The discussion went on in the way back home, when I checked my Twitter feed while getting a cup of coffee (which I ended up doing a few times) and at one point I decided to pull over, download X.690 and set up the skeleton of a DER decoder. I stopped for about thirty minutes, wrote about 140 lines of code on my iPad and drove on home. Once I got home, I read what I'd written, made a few minor corrections and decided two things: firstly, that I was right and DER is not the problem, and secondly that the code I'd written earlier that day was worth keeping and spending a bit more time on.

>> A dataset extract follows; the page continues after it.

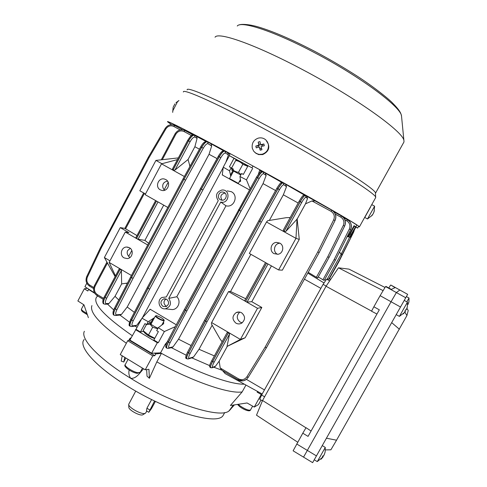 <?xml version="1.0" encoding="UTF-8"?>
<svg xmlns="http://www.w3.org/2000/svg" width="487" height="487" viewBox="0 0 487 487"><rect width="100%" height="100%" fill="white"/><g stroke="black" fill="none" stroke-linecap="round" stroke-linejoin="round"><path stroke-width="0.73" d="M156.991 315.82L156.193 315.722C154.355 315.759 160.174 319.594 162.975 320.178L164.028 319.965C162.737 318.382 160.387 317 156.991 315.82M164.18 320.434L163.048 320.714C158.725 319.143 156.181 317.561 155.408 315.978L155.992 315.783M408.934 301.83L409.001 298.014L406.858 301.843M408.605 303.005L408.903 301.849L408.045 304.424L407.601 304.278M322.266 445.611L325.273 447.419L320.349 456.228L317.268 461.609L314.255 459.783M324.147 454.968L325.158 451.954L323.965 455.357L323.076 455.71L322.217 457.232L323.106 456.873L321.036 459.235M323.064 456.843L323.21 455.692M322.826 456.203L323.307 456.489M322.619 456.575L323.106 456.873M238.374 183.386L237.826 183.544L233.583 181.243L229.687 179.088L229.529 178.54L238.374 183.386L240.45 179.563M230.162 153.679C190.673 132.409 166.919 120.472 168.965 122.578L169.062 122.395M369.81 208.156L366.023 214.95M375.422 198.039L375.678 197.332C376.488 193.826 326.077 162.134 268.909 131.38C218.797 104.267 182.187 87.904 183.38 92.025M358.329 226.735L359.406 226.845C360.155 225.913 308.466 196.2 250.823 164.825C200.181 137.212 164.594 118.998 167.662 121.86L171.034 124.301M375.477 193.473L375.453 193.022C376.195 189.285 326.96 158.062 271.149 128.063C222.212 101.619 186.211 85.749 187.136 89.894M403.327 143.141L403.979 141.96L403.93 140.7C403.912 132.269 357.001 98.301 302.713 69.702C255.346 44.469 217.975 31.472 215.053 37.231M356.831 225.104C350.902 220.648 303.681 193.674 252.936 166.024M366.072 215.09L366.748 213.866M369.797 208.387L370.497 207.127M370.54 207.054L364.763 217.452L367.515 218.949L372.232 215.297M371.855 204.692L374.613 206.19L367.533 218.925M373.626 212.679L374.357 210.579L373.267 213.665L371.289 216.1L372.366 215.126M372.5 214.645L373.17 213.805M129.779 257.653L128.714 256.314C127.119 254.397 126.766 252.485 127.667 250.568L130.254 248.303M164.442 190.326L164.137 189.857C162.597 187.805 162.287 185.803 163.206 183.855C164.046 182.345 165.507 181.456 167.583 181.182M129.475 247.755L126.547 247.043C121.208 247.061 119.303 255.425 124.069 257.897L127.235 258.591C132.458 258.353 134.15 250.16 129.475 247.755M165.787 179.569L164.417 179.039C158.385 177.305 154.689 187.057 160.308 189.863L161.952 190.454C167.918 191.866 171.296 182.29 165.787 179.569M241.595 312.782C239.793 311.808 237.973 311.753 236.134 312.617C232.025 316.002 231.952 319.509 235.915 323.143C237.863 324.19 239.799 324.184 241.722 323.124C245.509 319.661 245.46 316.215 241.595 312.782M239.811 312.112C236.317 315.521 236.42 318.845 240.128 322.084L242.209 322.802M279.8 243.123L276.482 242.404C270.839 242.587 268.976 251.115 274.029 253.636L277.955 254.281C283.264 253.557 284.597 245.497 279.8 243.123M279.964 243.22L279.775 243.232C274.26 243.409 272.44 251.742 277.377 254.202L277.633 254.336M166.664 299.268L163.699 298.902C160.339 300.978 160.059 303.45 162.865 306.299L165.957 306.633C169.214 304.503 169.446 302.05 166.664 299.268M165.988 298.957C163.352 301.252 163.328 303.584 165.909 305.958L166.688 306.305M224.263 192.517L223.277 192.134C218.998 190.922 216.392 197.74 220.386 199.707L221.555 200.127C225.785 201.119 228.172 194.429 224.263 192.517M225.043 193.083C220.812 194.088 219.826 196.456 222.102 200.187M247.999 377.693L248.072 377.382L247.999 377.693M141.979 318.2L148.2 321.694L146.624 324.616L144.949 323.618L140.445 331.982L136.001 329.315L141.979 318.2L150.166 309.239L176.294 324.78M169.799 309.306L172.386 309.574C178.431 309.367 181.328 300.893 176.811 296.747L225.98 205.782C234.064 208.162 238.916 195.397 231.38 191.72L227.222 190.867M236.84 159.992L229.432 155.663L223.241 167.169L222.273 174.961L229.669 179.015M142.368 317.774L223.198 167.546M229.432 155.663L251.962 167.832L252.954 165.988M229.194 155.481L230.181 153.642M239.263 181.767L240.651 181.316L239.957 176.525L241.595 173.494L243.342 174.449L248.041 165.763L251.962 167.832M225.28 373.687L222.462 370.57M305.83 276.634L266.377 347.803L248.145 377.462L246.452 379.385L243.427 380.767M245.722 379.897L243.244 380.797L238.113 379.842L238.527 378.843C241.881 380.402 244.675 379.726 246.903 376.81L265.129 347.134L317.774 251.937L333.674 219.838C335.019 216.277 334.131 213.428 331.014 211.303L311.972 200.961L305.513 203.816L307.541 198.453L305.939 197.326C305.124 197.272 303.718 198.976 301.721 202.446L285.82 231.441L297.167 219.022L305.513 203.816M250.105 188.749L246.465 179.861L252.723 168.301M258.39 174.176L259.815 169.78M233.608 169.257L231.136 167.79L229.511 170.815L230.789 176.215M239.957 176.525L246.465 179.861M223.241 167.169L229.511 170.815M234.07 158.178L229.401 166.846L231.136 167.79M170.803 124.739L171.089 124.197M354.061 225.651L348.29 236.049L348.759 236.536L350.263 233.833L354.433 225.962L354.061 225.651L357.665 228.123L354.299 226.199M347.17 236.579L350.263 237.248L355.869 227.155M348.29 236.049L347.517 235.885M355.954 226.686L356.904 224.97M348.759 236.536L347.334 236.25M349.648 237.072L351.133 234.405L350.22 233.906M351.133 234.405L355.516 226.863M259.589 170.188L261.799 171.394M263.315 171.96L281.918 182.485M283.471 183.033L304.418 195.068M305.672 195.634L331.793 210.189C335.573 212.764 336.651 216.21 335.019 220.52C336.566 216.928 335.866 213.732 332.944 210.95M191.44 135.544L183.995 131.508L185.017 130.583L193.108 134.881M194.666 135.404L205.928 141.425M207.699 141.936L223.606 150.739M225.207 151.293L229.925 154.117M227.776 152.967L228.421 154.915L225.554 153.076C224.404 152.79 222.827 154.318 220.836 157.666L202.896 190.003L201.368 189.133L219.333 156.747C221.749 152.693 223.649 150.836 225.031 151.177L225.554 153.076M225.84 162.335L228.421 154.915M237.887 183.526L249.478 189.875M148.2 321.694L154.47 317.713M163.638 321.67L163.687 323.666L158.275 327.696L164.369 331.55L175.308 326.649M136.001 329.315L129.877 340.084L151.646 353.221L157.325 342.72L158.33 342.708L164.369 331.55M167.309 341.746L165.203 344.327L160.57 352.862L151.646 353.221M158.33 342.708L153.843 340.017L158.372 331.635L156.692 330.63L158.275 327.696M149.74 324.074L146.624 324.616M86.802 283.203L84.939 286.715L94.484 292.87M135.502 329.626L157.325 342.72M135.136 326.071L137.06 327.349M130.437 326.308L130.303 326.235C129.591 325.298 130.023 323.258 131.6 320.117L148.048 288.438L149.692 289.053L133.255 320.689C131.679 323.977 131.496 325.7 132.695 325.846L136.762 325.322L141.76 318.614M136.762 325.322L135.404 326.034M96.596 297.027C92.36 303.273 104.242 316.154 132.251 335.677C104.242 316.154 92.36 303.273 96.596 297.027L97.771 296.053M119.948 315.077L129.499 322.175M107.542 304.125L113.684 309.902M128.714 256.314L131.831 250.464M164.137 189.857L168.185 182.26M172.629 168.764L172.891 170.146L161.507 163.839L145.132 194.654L156.437 201.028L136.47 238.502L125.269 232.043L109.131 262.414L115.498 275.879M124.922 228.403L136.969 235.574M161.507 163.839L177.445 159.602M271.436 265.908L251.785 301.709L261.829 307.467L257.513 308.295L245.618 301.435L266.59 263.175L278.601 269.95L282.357 270.163L299.274 239.415L297.167 219.022M261.829 307.467L245.156 337.765L240.395 339.433L228.586 332.505L229.566 334.027L227.009 346.458L245.156 337.765M229.566 334.027L214.103 362.225C212.356 365.573 211.906 367.247 212.74 367.228L215.461 366.248L219.18 361.111L227.277 346.36M219.18 361.111L220.209 367.989L238.527 378.843M290.173 217.579L286.289 217.677L267.734 220.696L266.499 222.011L249.344 253.447L266.529 263.144L245.558 301.398L228.531 291.585L211.626 322.558L211.395 323.91L219.947 338.818L222.121 341.764M269.36 220.428L283.349 194.812L286.514 186.667L283.763 184.78C282.88 184.652 281.449 186.278 279.465 189.656L261.3 222.212L259.839 221.378L278.028 188.779C280.433 184.676 282.168 182.704 283.221 182.862L283.763 184.78M186.911 358.834L186.819 358.779C186.357 357.994 186.947 356.027 188.579 352.88L205.471 321.128L207.054 321.706L190.173 353.41C188.524 356.691 188.171 358.322 189.108 358.316L193.546 356.989L199.013 349.282L212.149 325.219M245.698 298.732L230.546 291.524L228.531 291.585M230.546 291.524L250.866 254.305M283.349 194.812L298.154 203.012M305.233 195.39L305.051 195.25C304.253 195.281 302.652 197.405 300.248 201.624L299.219 201.082L283.282 230.156L283.818 231.605L266.499 222.011M278.601 269.95L295.98 238.344L283.878 231.642L285.82 231.441M189.985 166.329L188.055 159.523L194.879 146.745L199.445 149.162M188.055 159.523L174.967 170.066L172.946 170.182L188.591 140.828C190.965 136.744 192.943 134.911 194.526 135.319L195.019 137.133C193.704 136.798 192.067 138.308 190.107 141.674L174.967 170.066M194.879 146.745L197.071 138.418L195.019 137.133M251.785 301.709L247.086 302.08L245.618 301.435M265.525 262.578L244.626 300.686L245.558 301.398M121.653 283.909L121.409 270.535L106.683 298.166C105.076 301.483 104.93 303.285 106.251 303.571L109.003 303.45L115.023 296.321L121.653 283.909L127.491 283.057M115.023 296.321L118.755 299.943M109.131 262.414L120.246 268.934L119.169 268.988L104.328 296.845L105.028 297.502C103.39 300.698 102.934 302.78 103.658 303.754L103.768 303.821M121.409 270.535L120.307 268.97L131.429 275.496M199.013 349.282L214.365 355.906M211.626 322.558L228.525 332.469L227.173 332.536L211.705 360.794L227.173 332.536M211.115 144.134L211.675 146.009L208.052 143.708C206.841 143.391 205.246 144.882 203.274 148.182L185.553 180.19L184.019 179.313L201.758 147.263C204.15 143.257 206.08 141.443 207.541 141.833L208.052 143.708M114.238 315.259L114.104 315.18C113.325 314.212 113.708 312.173 115.261 309.05L131.447 277.651L133.097 278.272L116.929 309.629C115.382 312.891 115.236 314.62 116.49 314.815L121.507 314.365L127.204 307.023L209.039 154.288L211.675 146.009M209.039 154.288L216.995 158.567M127.204 307.023L134.357 312.35M165.203 344.327L166.03 344.784M121.507 314.365L120.173 315.052M285.705 184.585L286.514 186.667M265.397 173.366L266.158 175.417L263.631 173.731C262.645 173.542 261.16 175.143 259.163 178.522L240.992 211.145L239.507 210.293L257.696 177.627C260.119 173.518 261.921 171.582 263.096 171.814L263.631 173.731M166.974 348.229L166.871 348.168C166.31 347.322 166.846 345.326 168.465 342.172L185.273 310.31L186.88 310.901L170.091 342.714C168.459 346.014 168.167 347.688 169.202 347.73L173.068 346.841L178.534 339.189L263.029 183.629L266.158 175.417M263.029 183.629L275.593 190.539M178.534 339.189L191.087 345.539M193.546 356.989L192.231 357.75M191.835 357.872L209.611 365.591M173.068 346.841L171.722 347.59M171.375 347.669L186.18 355.187M196.62 136.64L197.071 138.418M157.995 201.91L138.095 239.245L144.895 240.377L163.705 205.13M144.895 240.377L148.626 243.323M109.003 303.45L108.011 304.107L105.387 304.229L106.251 303.571M311.972 200.961L314.809 200.973M306.658 196.334L307.541 198.453M215.461 366.248L214.164 367.034M213.708 367.198L221.67 370.102M221.816 370.15L220.209 367.989M191.525 134.108L192.182 135.112M160.57 352.862C194.867 371.904 230.467 384.773 244.346 384.176C230.57 384.76 195.5 372.141 161.447 353.343L155.785 353.915L154.355 353.112M125.269 232.043L128.939 232.616L120.265 227.618L104.382 257.556L115.115 276.598M120.265 227.618L124.849 228.391M145.497 193.972L139.818 190.77L155.925 160.4L178.352 157.904M184.372 176.507L172.946 170.182M147.731 244.991L136.524 238.533L156.491 201.064L167.802 207.444M308.228 272.33L316.386 277.273L327.769 256.74L343.323 225.414C344.638 221.932 343.767 219.156 340.717 217.074L335.312 214.14M317.676 277.937L316.386 277.273M257.513 308.295L240.395 339.433L227.009 346.458M318.248 276.92L322.942 279.763L334.149 259.571L349.349 229C350.634 225.603 349.782 222.888 346.799 220.855L344.899 219.826M335.433 260.161L324.19 280.421L335.403 260.222L324.19 280.421L322.942 279.763M228.525 332.469L212.539 361.628C210.792 364.873 210.037 366.839 210.274 367.533L210.329 367.569M210.621 367.746L210.542 367.697C210.177 366.924 210.859 364.909 212.6 361.658L228.586 332.505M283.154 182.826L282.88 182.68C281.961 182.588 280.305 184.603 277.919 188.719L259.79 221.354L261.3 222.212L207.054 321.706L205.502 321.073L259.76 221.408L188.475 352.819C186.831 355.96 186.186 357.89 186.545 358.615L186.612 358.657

My "coup de tête" from earlier that day had become a project.

Design

The DERDecoder class is a syntactic scanner: it consumes input from an input iterator and decodes the Type-Length-Value tuples out finds, handing the decoded values to a derived class.

The iterators it expects are standard input iterators: single-pass, each position read exactly once. This is the weakest category of iterators one can read from and therefore allows the greatest flexibility to the calling code as to where to get the data from. When values read from the input need to be re-read, they are stored on an internal parse buffer, the size of which is dictated by the number of bits that the implementation should be able to read for an integer value. That value must be at least 64, and defaults to 2048. With that default, the parse buffer is 256 bytes in size, which makes the whole decoder about 280 bytes in terms of its state.

The decoder does not decode extended types, nor does it accept objects that take more than 64 bytes to encode their size, or objects of indeterminate size. DER mandates that all objects shall have determinate size, and extenders types are outside the scope of a general-purpose decoder, so both of these restrictions are easy to justify.

The decoder also checks for the internal consistency of the TLV encodings, when it can. For example, a type that must have N content octets by definition shall have N content octets - otherwise the decoder will throw an EncodingError exception. Things that are valid DER but not supported, like base-10 reals, result in a DecodingError exception.

As for exceptions: I usually design my code to be able to live without them, by adding a nothrow version of every function. I might still do that, but I wrote the start of this code on the side of the road, in a car, with half a muffin and a cup of coffee, so exceptions there are, and exceptions there will be. The code is exception-safe in that it provides the Strong guarantee: the parser will have reset to expecting a type encoding whenever it throws an exception.